→ **WHAT NEEDS TO BE DONE**
Write out exactly the lines of the entries below from the one holding "SLEEVE_ROUND = 0.9" to the one holding "DRIVER_SLOT_WIDTH = 0.9", inclusive, and leave out all other lines.

RECORDS SUPPLIED START

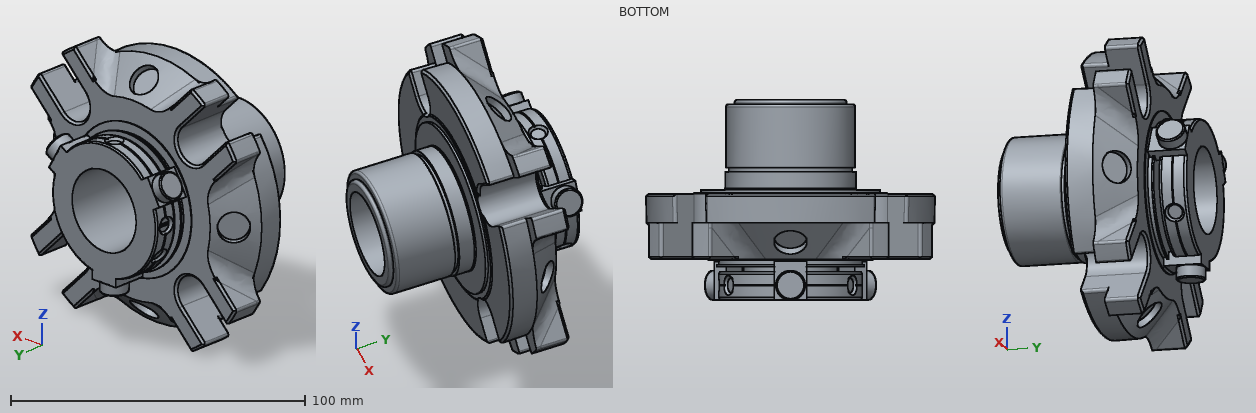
import cadquery as cq
import math


SPIGOT_END = 1.6
GROOVE_START = 23.2
GROOVE_END = 24.6
SHOULDER_RIM_FRONT = 30.1
FACE_DISC_FRONT = 30.7
FACE_STEP_FRONT = 31.7
FLANGE_FRONT = 32.1
PLATE_FRONT = 41.9
PLATE_BACK = 54.3
PAD_BACK = 54.6
SEAT_BACK = 56.2
LIP_BACK = 56.9
COLLAR_FRONT = 58.6
COLLAR_BACK = 68.2
CLIP_FRONT = 55.0

BORE_DIA = 30.0
SPIGOT_DIA = 38.2
SLEEVE_DIA = 44.0
GROOVE_DIA = 42.1
SHOULDER_DIA = 44.6
SHOULDER_RIM_DIA = 44.8
FACE_DISC_DIA = 61
FACE_STEP_DIA = 66.5
FACE_STEP_CHAMFER = 0.6
PAD_DIA = 55.9
SEAT_DIA = 48.8
LIP_DIA = 50.3
SHAFT_DIA = 32.0
SPIGOT_ROUND = 1.1
SLEEVE_ROUND = 0.9
GROOVE_ROUND = 0.3

FLANGE_RADIUS = 49.2
FLANGE_BACK_RADIUS = 49.0
EDGE_CHAMFER = 0.9
SLOT_COUNT = 4
SLOT_PITCH = 360 / SLOT_COUNT
SLOT_ANGLES = [SLOT_PITCH * (index + 0.5) for index in range(SLOT_COUNT)]
POCKET_ANGLES = [SLOT_PITCH * index for index in range(SLOT_COUNT)]
SLOT_HALF_WIDTH = 7.2
SLOT_CENTRE = 39.3
EAR_RADIUS = 55.6
EAR_THICKNESS = 7.7
EAR_WALL_OFFSET = SLOT_HALF_WIDTH + EAR_THICKNESS
CORNER_RADIUS = 1
POCKET_FILLET = 6.9
WALL_BEVEL_START = 17.7
PORT_DIA = 11.2
PORT_DEPTH = 2.9
PORT_STATION = 48.6

SCREW_STATION = 63.2
COLLAR_DIA = 48.9
COLLAR_CHAMFER = 0.9
COLLAR_BEVEL_DEPTH = 0.4
PARTING_GROOVE = 0.3
SCREW_DIA = 5.0
SCREW_RIM_DIA = 6.7
SCREW_SINK = 1.2
SCREW_ANGLES = (90, 180, 210, 330)
SLOTTED_SCREW_ANGLE = 180
DRIVER_SLOT_WIDTH = 0.9
DRIVER_SLOT_DEPTH = 0.5
CLIP_ANGLES = (30, 150, 270)
CLIP_WIDTH = 11.0
CLIP_INNER = 22.0
CLIP_OUTER = 26.8
CLIP_HEAD_DIA = 10.0
CLIP_HEAD_TOP = 31.1
CLIP_HEAD_CHAMFER = 0.5

FAR = 2 * EAR_RADIUS


def turned(points):
    """Solid of revolution about Y from (radius, y) points."""
    return cq.Workplane("XY").polyline(points).close().revolve(360, (0, 0, 0), (0, 1, 0))


def cylinder(dia, y_start, y_end):
    radius = dia / 2
    return turned([(0, y_start), (radius, y_start), (radius, y_end), (0, y_end)])


def prism(points, y_start, y_end):
    """Extrude an outline of (x, z) points from y_start to y_end."""
    outline = cq.Workplane("XZ", origin=(0, y_end, 0)).polyline(points).close()
    return outline.extrude(y_end - y_start)


def swing(shape, angle):
    """Carry a shape lying along +X to a polar angle, measured from +X toward +Z."""
    return shape.rotate((0, 0, 0), (0, 1, 0), -angle)


def radial_plane(radius, y):
    """Plane facing outward along +X."""
    return cq.Workplane("YZ", origin=(radius, y, 0))


def slot_outline(half_width, y):
    """Outline at station y of a round-bottomed slot running out along +X."""
    return (
        cq.Workplane("XZ", origin=(0, y, 0))
        .moveTo(FAR, half_width)
        .lineTo(SLOT_CENTRE, half_width)
        .threePointArc((SLOT_CENTRE - half_width, 0), (SLOT_CENTRE, -half_width))
        .lineTo(FAR, -half_width)
        .close()
    )


def slot_cutter():
    return slot_outline(SLOT_HALF_WIDTH, PLATE_BACK).extrude(PLATE_BACK - FACE_DISC_FRONT)


def front_bevel_cutter():
    """Bevel on the front edge of one side of the slot, ending at the stepped face."""
    bevel = slot_outline(SLOT_HALF_WIDTH + EDGE_CHAMFER, FLANGE_FRONT)
    bevel = bevel.extrude(-EDGE_CHAMFER, taper=45)
    bevel = bevel.cut(cylinder(FACE_STEP_DIA, FLANGE_FRONT, PLATE_FRONT))
    one_side = cq.Workplane("XY").box(FAR, FAR, FAR).translate((FAR / 2, FLANGE_FRONT, FAR / 2))
    return bevel.intersect(one_side)


def back_bevel_cutter():
    bevel = slot_outline(SLOT_HALF_WIDTH + EDGE_CHAMFER, PLATE_BACK)
    return bevel.extrude(EDGE_CHAMFER, taper=45)


def pocket_cutter():
    """Space along +X between two ears, floored by a 45 degree cone and filleted along it."""
    cutter_back = PLATE_BACK + 4.9
    back_radius = FLANGE_BACK_RADIUS - (cutter_back - PLATE_FRONT)
    apex = EAR_WALL_OFFSET * math.sqrt(2)
    wedge = prism([(apex, 0), (FAR, FAR - apex), (FAR, apex - FAR)], PLATE_FRONT, cutter_back)
    cone = turned([
        (0, PLATE_FRONT),
        (FLANGE_BACK_RADIUS, PLATE_FRONT),
        (back_radius, cutter_back),
        (0, cutter_back),
    ])
    cutter = wedge.cut(cone)
    middle_radius = (FLANGE_BACK_RADIUS + back_radius) / 2
    floor_corners = cq.selectors.BoxSelector(
        (0, PLATE_FRONT + 1, -FAR), (middle_radius + 4.9, cutter_back - 1, FAR))
    return cutter.edges(floor_corners).fillet(POCKET_FILLET)


def wall_bevel_cutter():
    """Bevel along the rear edge of one ear wall of the pocket on +X."""
    apex = EAR_WALL_OFFSET * math.sqrt(2)
    start = (apex + WALL_BEVEL_START, PLATE_BACK, WALL_BEVEL_START)
    into_ear = (-1, 0, 1)
    along_wall = (1, 0, 1)
    section = cq.Workplane(cq.Plane(start, into_ear, along_wall))
    triangle = section.polyline([(0, 0), (EDGE_CHAMFER, 0), (0, EDGE_CHAMFER)]).close()
    return triangle.extrude(EAR_RADIUS)


def port_cutter():
    """Flat-bottomed hole square to the pocket cone, on +X."""
    radius = FLANGE_BACK_RADIUS - (PORT_STATION - PLATE_FRONT)
    floor = PORT_DEPTH / math.sqrt(2)
    plane = cq.Plane((radius - floor, PORT_STATION - floor, 0), (0, 0, 1), (1, 1, 0))
    return cq.Workplane(plane).circle(PORT_DIA / 2).extrude(3 * PORT_DEPTH)


def round_outer_corners(body, inner_radius, radius):
    """Round the axial corners lying outside inner_radius."""
    corners = body.edges().filter(
        lambda edge: math.hypot(edge.Center().x, edge.Center().z) > inner_radius
        and abs(edge.tangentAt(0.5).y) > 0.9
    )
    return corners.fillet(radius)


def flange():
    """Front disc with a bevelled rim, cut by the slots."""
    face_step = FACE_STEP_DIA / 2
    disc = turned([
        (0, FACE_STEP_FRONT),
        (face_step - FACE_STEP_CHAMFER, FACE_STEP_FRONT),
        (face_step, FLANGE_FRONT),
        (FLANGE_RADIUS - EDGE_CHAMFER, FLANGE_FRONT),
        (FLANGE_RADIUS, FLANGE_FRONT + EDGE_CHAMFER),
        (FLANGE_BACK_RADIUS, PLATE_FRONT),
        (0, PLATE_FRONT),
    ])
    disc = swing(disc, SLOT_PITCH / 2)
    for angle in SLOT_ANGLES:
        disc = disc.cut(swing(slot_cutter(), angle))
    disc = round_outer_corners(disc, FLANGE_BACK_RADIUS - 1, CORNER_RADIUS)
    for angle in SLOT_ANGLES:
        disc = disc.cut(swing(front_bevel_cutter(), angle))
    return disc


def ear_plate():
    """Rear plate: a pair of ears beside each slot, with coned pockets between the pairs."""
    plate = turned([
        (0, PLATE_FRONT),
        (EAR_RADIUS, PLATE_FRONT),
        (EAR_RADIUS, PLATE_BACK - EDGE_CHAMFER),
        (EAR_RADIUS - EDGE_CHAMFER, PLATE_BACK),
        (0, PLATE_BACK),
    ])
    for angle in SLOT_ANGLES:
        plate = plate.cut(swing(slot_cutter(), angle))
    for angle in POCKET_ANGLES:
        plate = plate.cut(swing(pocket_cutter(), angle))
    plate = round_outer_corners(plate, EAR_RADIUS - 2, CORNER_RADIUS)
    bevel = wall_bevel_cutter()
    for angle in POCKET_ANGLES:
        plate = plate.cut(swing(bevel, angle))
        plate = plate.cut(swing(bevel.mirror("XY"), angle))
        plate = plate.cut(swing(port_cutter(), angle))
    for angle in SLOT_ANGLES:
        plate = plate.cut(swing(back_bevel_cutter(), angle))
    return plate


def round_rim(body, radius, y, fillet):
    """Round the circular edge of the given radius at station y."""
    rim = body.edges("%CIRCLE").filter(
        lambda edge: math.isclose(edge.radius(), radius, abs_tol=0.001)
        and math.isclose(edge.Center().y, y, abs_tol=0.001)
    )
    return rim.fillet(fillet)


def hub():
    """Stepped sleeve, face discs, rear seat and shaft, all turned about Y."""
    spigot = SPIGOT_DIA / 2
    sleeve = SLEEVE_DIA / 2
    groove = GROOVE_DIA / 2
    shoulder = SHOULDER_DIA / 2
    shoulder_rim = SHOULDER_RIM_DIA / 2
    face_disc = FACE_DISC_DIA / 2
    pad = PAD_DIA / 2
    seat = SEAT_DIA / 2
    lip = LIP_DIA / 2
    shaft = SHAFT_DIA / 2
    hub_body = turned([
        (0, 0),
        (spigot, 0),
        (spigot, SPIGOT_END),
        (sleeve, SPIGOT_END),
        (sleeve, GROOVE_START),
        (groove, GROOVE_START),
        (groove, GROOVE_END),
        (shoulder, GROOVE_END),
        (shoulder, SHOULDER_RIM_FRONT),
        (shoulder_rim, SHOULDER_RIM_FRONT),
        (shoulder_rim, FACE_DISC_FRONT),
        (face_disc, FACE_DISC_FRONT),
        (face_disc, FLANGE_FRONT),
        (pad, FLANGE_FRONT),
        (pad, PAD_BACK),
        (seat, PAD_BACK),
        (seat, SEAT_BACK),
        (lip, SEAT_BACK),
        (lip, LIP_BACK),
        (shaft, LIP_BACK),
        (shaft, COLLAR_BACK),
        (0, COLLAR_BACK),
    ])
    hub_body = round_rim(hub_body, spigot, 0, SPIGOT_ROUND)
    hub_body = round_rim(hub_body, sleeve, SPIGOT_END, SLEEVE_ROUND)
    return round_rim(hub_body, sleeve, GROOVE_START, GROOVE_ROUND)


def collar():
    """Clamp collar with bevelled rims and a fine parting groove."""
    radius = COLLAR_DIA / 2
    half_groove = PARTING_GROOVE / 2
    return turned([
        (0, COLLAR_FRONT),
        (radius - COLLAR_BEVEL_DEPTH, COLLAR_FRONT),
        (radius, COLLAR_FRONT + COLLAR_CHAMFER),
        (radius, SCREW_STATION - half_groove),
        (radius - PARTING_GROOVE, SCREW_STATION - half_groove),
        (radius - PARTING_GROOVE, SCREW_STATION + half_groove),
        (radius, SCREW_STATION + half_groove),
        (radius, COLLAR_BACK - COLLAR_CHAMFER),
        (radius - COLLAR_BEVEL_DEPTH, COLLAR_BACK),
        (0, COLLAR_BACK),
    ])


def screw_recess():
    """Tapered recess on +X that stops at the flush end of a set screw."""
    rim = radial_plane(COLLAR_DIA / 2, SCREW_STATION)
    flare = (SCREW_RIM_DIA - SCREW_DIA) / 2
    taper = math.degrees(math.atan2(flare, SCREW_SINK))
    recess = rim.circle(SCREW_RIM_DIA / 2).extrude(-SCREW_SINK, taper=taper)
    return recess.union(rim.circle(SCREW_RIM_DIA / 2).extrude(1))


def driver_slot():
    """Screwdriver slot across the end of a set screw on +X, parallel to the axis."""
    floor = radial_plane(COLLAR_DIA / 2 - SCREW_SINK - DRIVER_SLOT_DEPTH, SCREW_STATION)
    return floor.rect(SCREW_DIA, DRIVER_SLOT_WIDTH).extrude(DRIVER_SLOT_DEPTH)


def clip():
    """Setting clip on +X: a block across the collar and the cap-screw head on it."""
    length = COLLAR_BACK - CLIP_FRONT
    block = radial_plane(CLIP_INNER, CLIP_FRONT + length / 2).rect(length, CLIP_WIDTH)
    block = block.extrude(CLIP_OUTER - CLIP_INNER)
    head = radial_plane(CLIP_OUTER, SCREW_STATION).circle(CLIP_HEAD_DIA / 2)
    head = head.extrude(CLIP_HEAD_TOP - CLIP_OUTER)
    return block.union(head.faces(">X").chamfer(CLIP_HEAD_CHAMFER))


result = hub().union(flange()).union(ear_plate()).union(collar())
for screw_angle in SCREW_ANGLES:
    result = result.cut(swing(screw_recess(), screw_angle))
result = result.cut(swing(driver_slot(), SLOTTED_SCREW_ANGLE))
for clip_angle in CLIP_ANGLES:
    result = result.union(swing(clip(), clip_angle))
result = result.cut(cylinder(BORE_DIA, 0, COLLAR_BACK))

RECORDS SUPPLIED END

→ **TASK RESULT**
SLEEVE_ROUND = 0.9
GROOVE_ROUND = 0.3

FLANGE_RADIUS = 49.2
FLANGE_BACK_RADIUS = 49.0
EDGE_CHAMFER = 0.9
SLOT_COUNT = 4
SLOT_PITCH = 360 / SLOT_COUNT
SLOT_ANGLES = [SLOT_PITCH * (index + 0.5) for index in range(SLOT_COUNT)]
POCKET_ANGLES = [SLOT_PITCH * index for index in range(SLOT_COUNT)]
SLOT_HALF_WIDTH = 7.2
SLOT_CENTRE = 39.3
EAR_RADIUS = 55.6
EAR_THICKNESS = 7.7
EAR_WALL_OFFSET = SLOT_HALF_WIDTH + EAR_THICKNESS
CORNER_RADIUS = 1
POCKET_FILLET = 6.9
WALL_BEVEL_START = 17.7
PORT_DIA = 11.2
PORT_DEPTH = 2.9
PORT_STATION = 48.6

SCREW_STATION = 63.2
COLLAR_DIA = 48.9
COLLAR_CHAMFER = 0.9
COLLAR_BEVEL_DEPTH = 0.4
PARTING_GROOVE = 0.3
SCREW_DIA = 5.0
SCREW_RIM_DIA = 6.7
SCREW_SINK = 1.2
SCREW_ANGLES = (90, 180, 210, 330)
SLOTTED_SCREW_ANGLE = 180
DRIVER_SLOT_WIDTH = 0.9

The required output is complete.